(Beginning of RECORDS FOR PROCESSING)

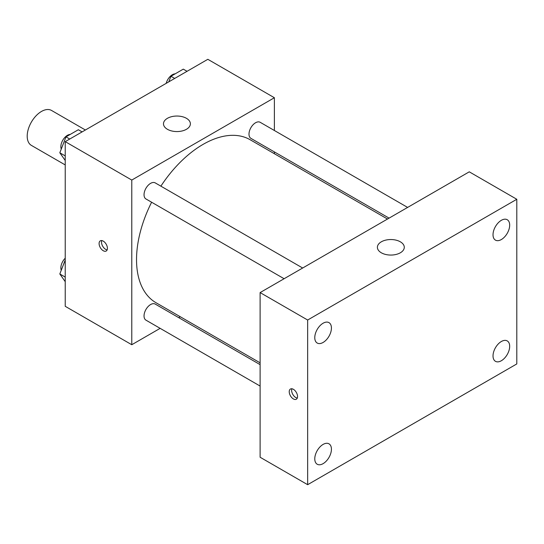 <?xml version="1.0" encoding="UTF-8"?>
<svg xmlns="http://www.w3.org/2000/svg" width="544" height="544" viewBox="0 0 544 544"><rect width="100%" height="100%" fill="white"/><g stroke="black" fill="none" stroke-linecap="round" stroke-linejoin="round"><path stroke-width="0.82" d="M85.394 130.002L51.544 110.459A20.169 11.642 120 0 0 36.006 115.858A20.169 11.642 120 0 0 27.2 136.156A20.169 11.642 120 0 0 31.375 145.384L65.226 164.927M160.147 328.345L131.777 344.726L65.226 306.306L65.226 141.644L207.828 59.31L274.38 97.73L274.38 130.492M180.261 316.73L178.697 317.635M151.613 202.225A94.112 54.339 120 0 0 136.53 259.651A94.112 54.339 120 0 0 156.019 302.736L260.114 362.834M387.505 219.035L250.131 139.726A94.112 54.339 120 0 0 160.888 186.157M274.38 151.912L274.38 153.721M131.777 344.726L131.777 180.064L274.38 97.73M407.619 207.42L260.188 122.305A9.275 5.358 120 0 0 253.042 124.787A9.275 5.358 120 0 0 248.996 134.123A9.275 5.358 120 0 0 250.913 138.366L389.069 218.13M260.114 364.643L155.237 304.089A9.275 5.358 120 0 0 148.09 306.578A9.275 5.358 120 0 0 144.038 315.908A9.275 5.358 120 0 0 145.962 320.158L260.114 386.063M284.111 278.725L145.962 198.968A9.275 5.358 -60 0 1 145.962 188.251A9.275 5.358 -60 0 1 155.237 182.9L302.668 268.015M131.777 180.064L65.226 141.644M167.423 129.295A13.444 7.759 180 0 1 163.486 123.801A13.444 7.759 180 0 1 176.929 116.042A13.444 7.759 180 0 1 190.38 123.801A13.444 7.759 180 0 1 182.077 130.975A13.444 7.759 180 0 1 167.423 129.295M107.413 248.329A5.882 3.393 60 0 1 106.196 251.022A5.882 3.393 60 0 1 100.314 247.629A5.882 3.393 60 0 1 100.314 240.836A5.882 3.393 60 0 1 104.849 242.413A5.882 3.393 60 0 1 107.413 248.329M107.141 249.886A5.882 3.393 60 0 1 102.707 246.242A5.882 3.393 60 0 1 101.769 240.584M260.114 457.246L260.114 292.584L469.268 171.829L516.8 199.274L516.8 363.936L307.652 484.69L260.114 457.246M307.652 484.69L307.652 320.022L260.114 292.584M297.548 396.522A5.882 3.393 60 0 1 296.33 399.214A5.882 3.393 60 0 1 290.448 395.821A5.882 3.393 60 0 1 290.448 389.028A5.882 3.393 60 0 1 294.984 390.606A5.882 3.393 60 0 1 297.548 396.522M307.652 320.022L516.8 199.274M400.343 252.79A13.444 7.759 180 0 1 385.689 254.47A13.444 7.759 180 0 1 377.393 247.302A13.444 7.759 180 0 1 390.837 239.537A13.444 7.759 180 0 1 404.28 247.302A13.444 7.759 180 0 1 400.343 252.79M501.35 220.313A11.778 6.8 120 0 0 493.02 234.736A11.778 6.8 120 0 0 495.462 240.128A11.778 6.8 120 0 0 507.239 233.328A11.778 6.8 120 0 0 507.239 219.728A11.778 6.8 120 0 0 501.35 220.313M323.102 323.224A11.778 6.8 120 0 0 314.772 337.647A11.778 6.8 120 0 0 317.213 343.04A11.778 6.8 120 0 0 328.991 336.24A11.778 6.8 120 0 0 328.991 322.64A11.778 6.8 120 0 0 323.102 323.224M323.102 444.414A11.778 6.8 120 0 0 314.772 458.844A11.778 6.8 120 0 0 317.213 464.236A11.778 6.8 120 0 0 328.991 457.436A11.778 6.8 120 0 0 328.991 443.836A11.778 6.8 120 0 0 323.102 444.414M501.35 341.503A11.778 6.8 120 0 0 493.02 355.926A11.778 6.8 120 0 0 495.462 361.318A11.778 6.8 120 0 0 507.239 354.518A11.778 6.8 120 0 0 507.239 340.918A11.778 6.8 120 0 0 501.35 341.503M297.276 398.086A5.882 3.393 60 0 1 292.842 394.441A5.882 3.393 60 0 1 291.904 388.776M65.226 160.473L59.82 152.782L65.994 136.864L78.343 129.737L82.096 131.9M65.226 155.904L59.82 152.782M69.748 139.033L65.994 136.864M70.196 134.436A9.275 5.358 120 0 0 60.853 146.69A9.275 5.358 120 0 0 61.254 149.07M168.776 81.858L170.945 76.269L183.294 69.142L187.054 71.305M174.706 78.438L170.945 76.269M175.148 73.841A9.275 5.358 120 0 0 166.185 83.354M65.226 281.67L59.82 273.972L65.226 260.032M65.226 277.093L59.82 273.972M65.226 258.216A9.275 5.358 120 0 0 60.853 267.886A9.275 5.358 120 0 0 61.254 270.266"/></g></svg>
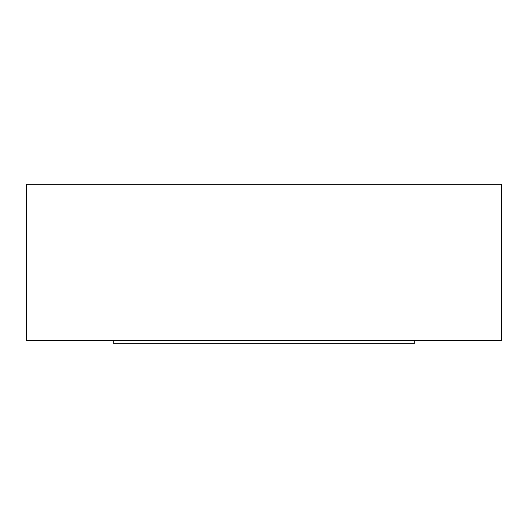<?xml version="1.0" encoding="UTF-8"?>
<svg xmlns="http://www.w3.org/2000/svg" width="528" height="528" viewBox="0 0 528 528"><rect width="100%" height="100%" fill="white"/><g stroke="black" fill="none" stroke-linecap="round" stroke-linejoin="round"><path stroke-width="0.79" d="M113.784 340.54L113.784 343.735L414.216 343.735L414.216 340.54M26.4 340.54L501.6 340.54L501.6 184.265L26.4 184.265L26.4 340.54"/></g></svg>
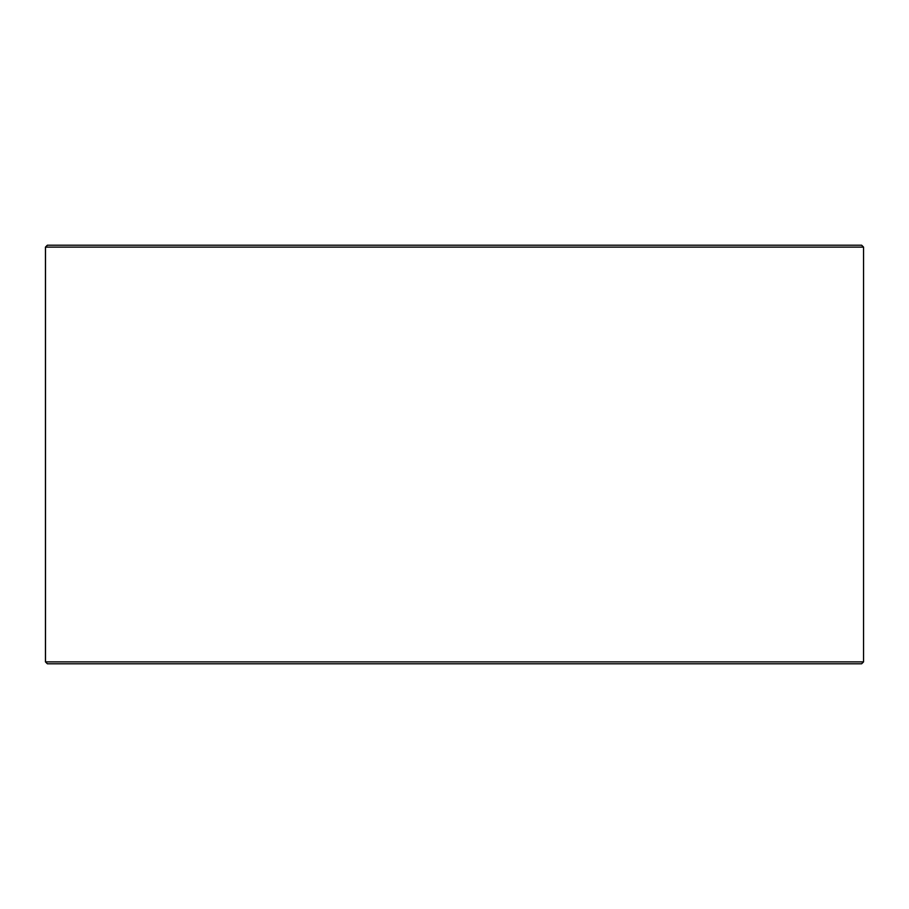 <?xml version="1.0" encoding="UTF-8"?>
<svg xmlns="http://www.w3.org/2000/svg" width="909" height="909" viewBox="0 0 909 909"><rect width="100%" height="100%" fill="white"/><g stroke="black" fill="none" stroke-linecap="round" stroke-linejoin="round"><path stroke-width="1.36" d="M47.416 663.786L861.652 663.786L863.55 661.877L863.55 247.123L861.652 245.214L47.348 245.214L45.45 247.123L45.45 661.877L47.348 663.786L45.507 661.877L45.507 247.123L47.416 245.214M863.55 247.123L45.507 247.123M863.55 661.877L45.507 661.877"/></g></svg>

(End of RECORDS FOR PROCESSING)

**EXERCISE DESCRIPTION**: An exact copy of every entry above is needed, with the pictures left out.

**RESULT FOR THIS TASK**:
 <?xml version="1.0" encoding="UTF-8"?>
<svg xmlns="http://www.w3.org/2000/svg" width="544" height="544" viewBox="0 0 544 544"><rect width="100%" height="100%" fill="white"/><g stroke="black" fill="none" stroke-linecap="round" stroke-linejoin="round"><path stroke-width="0.82" d="M85.394 130.002L51.544 110.459A20.169 11.642 120 0 0 36.006 115.858A20.169 11.642 120 0 0 27.2 136.156A20.169 11.642 120 0 0 31.375 145.384L65.226 164.927M160.147 328.345L131.777 344.726L65.226 306.306L65.226 141.644L207.828 59.31L274.38 97.73L274.38 130.492M180.261 316.73L178.697 317.635M151.613 202.225A94.112 54.339 120 0 0 136.53 259.651A94.112 54.339 120 0 0 156.019 302.736L260.114 362.834M387.505 219.035L250.131 139.726A94.112 54.339 120 0 0 160.888 186.157M274.38 151.912L274.38 153.721M131.777 344.726L131.777 180.064L274.38 97.73M407.619 207.42L260.188 122.305A9.275 5.358 120 0 0 253.042 124.787A9.275 5.358 120 0 0 248.996 134.123A9.275 5.358 120 0 0 250.913 138.366L389.069 218.13M260.114 364.643L155.237 304.089A9.275 5.358 120 0 0 148.09 306.578A9.275 5.358 120 0 0 144.038 315.908A9.275 5.358 120 0 0 145.962 320.158L260.114 386.063M284.111 278.725L145.962 198.968A9.275 5.358 -60 0 1 145.962 188.251A9.275 5.358 -60 0 1 155.237 182.9L302.668 268.015M131.777 180.064L65.226 141.644M167.423 129.295A13.444 7.759 180 0 1 163.486 123.801A13.444 7.759 180 0 1 176.929 116.042A13.444 7.759 180 0 1 190.38 123.801A13.444 7.759 180 0 1 182.077 130.975A13.444 7.759 180 0 1 167.423 129.295M107.413 248.329A5.882 3.393 60 0 1 106.196 251.022A5.882 3.393 60 0 1 100.314 247.629A5.882 3.393 60 0 1 100.314 240.836A5.882 3.393 60 0 1 104.849 242.413A5.882 3.393 60 0 1 107.413 248.329M107.141 249.886A5.882 3.393 60 0 1 102.707 246.242A5.882 3.393 60 0 1 101.769 240.584M260.114 457.246L260.114 292.584L469.268 171.829L516.8 199.274L516.8 363.936L307.652 484.69L260.114 457.246M307.652 484.69L307.652 320.022L260.114 292.584M297.548 396.522A5.882 3.393 60 0 1 296.33 399.214A5.882 3.393 60 0 1 290.448 395.821A5.882 3.393 60 0 1 290.448 389.028A5.882 3.393 60 0 1 294.984 390.606A5.882 3.393 60 0 1 297.548 396.522M307.652 320.022L516.8 199.274M400.343 252.79A13.444 7.759 180 0 1 385.689 254.47A13.444 7.759 180 0 1 377.393 247.302A13.444 7.759 180 0 1 390.837 239.537A13.444 7.759 180 0 1 404.28 247.302A13.444 7.759 180 0 1 400.343 252.79M501.35 220.313A11.778 6.8 120 0 0 493.02 234.736A11.778 6.8 120 0 0 495.462 240.128A11.778 6.8 120 0 0 507.239 233.328A11.778 6.8 120 0 0 507.239 219.728A11.778 6.8 120 0 0 501.35 220.313M323.102 323.224A11.778 6.8 120 0 0 314.772 337.647A11.778 6.8 120 0 0 317.213 343.04A11.778 6.8 120 0 0 328.991 336.24A11.778 6.8 120 0 0 328.991 322.64A11.778 6.8 120 0 0 323.102 323.224M323.102 444.414A11.778 6.8 120 0 0 314.772 458.844A11.778 6.8 120 0 0 317.213 464.236A11.778 6.8 120 0 0 328.991 457.436A11.778 6.8 120 0 0 328.991 443.836A11.778 6.8 120 0 0 323.102 444.414M501.35 341.503A11.778 6.8 120 0 0 493.02 355.926A11.778 6.8 120 0 0 495.462 361.318A11.778 6.8 120 0 0 507.239 354.518A11.778 6.8 120 0 0 507.239 340.918A11.778 6.8 120 0 0 501.35 341.503M297.276 398.086A5.882 3.393 60 0 1 292.842 394.441A5.882 3.393 60 0 1 291.904 388.776M65.226 160.473L59.82 152.782L65.994 136.864L78.343 129.737L82.096 131.9M65.226 155.904L59.82 152.782M69.748 139.033L65.994 136.864M70.196 134.436A9.275 5.358 120 0 0 60.853 146.69A9.275 5.358 120 0 0 61.254 149.07M168.776 81.858L170.945 76.269L183.294 69.142L187.054 71.305M174.706 78.438L170.945 76.269M175.148 73.841A9.275 5.358 120 0 0 166.185 83.354M65.226 281.67L59.82 273.972L65.226 260.032M65.226 277.093L59.82 273.972M65.226 258.216A9.275 5.358 120 0 0 60.853 267.886A9.275 5.358 120 0 0 61.254 270.266"/></g></svg>
<?xml version="1.0" encoding="UTF-8"?>
<svg xmlns="http://www.w3.org/2000/svg" width="528" height="528" viewBox="0 0 528 528"><rect width="100%" height="100%" fill="white"/><g stroke="black" fill="none" stroke-linecap="round" stroke-linejoin="round"><path stroke-width="0.79" d="M113.784 340.54L113.784 343.735L414.216 343.735L414.216 340.54M26.4 340.54L501.6 340.54L501.6 184.265L26.4 184.265L26.4 340.54"/></g></svg>
 <?xml version="1.0" encoding="UTF-8"?>
<svg xmlns="http://www.w3.org/2000/svg" width="909" height="909" viewBox="0 0 909 909"><rect width="100%" height="100%" fill="white"/><g stroke="black" fill="none" stroke-linecap="round" stroke-linejoin="round"><path stroke-width="1.36" d="M47.416 663.786L861.652 663.786L863.55 661.877L863.55 247.123L861.652 245.214L47.348 245.214L45.45 247.123L45.45 661.877L47.348 663.786L45.507 661.877L45.507 247.123L47.416 245.214M863.55 247.123L45.507 247.123M863.55 661.877L45.507 661.877"/></g></svg>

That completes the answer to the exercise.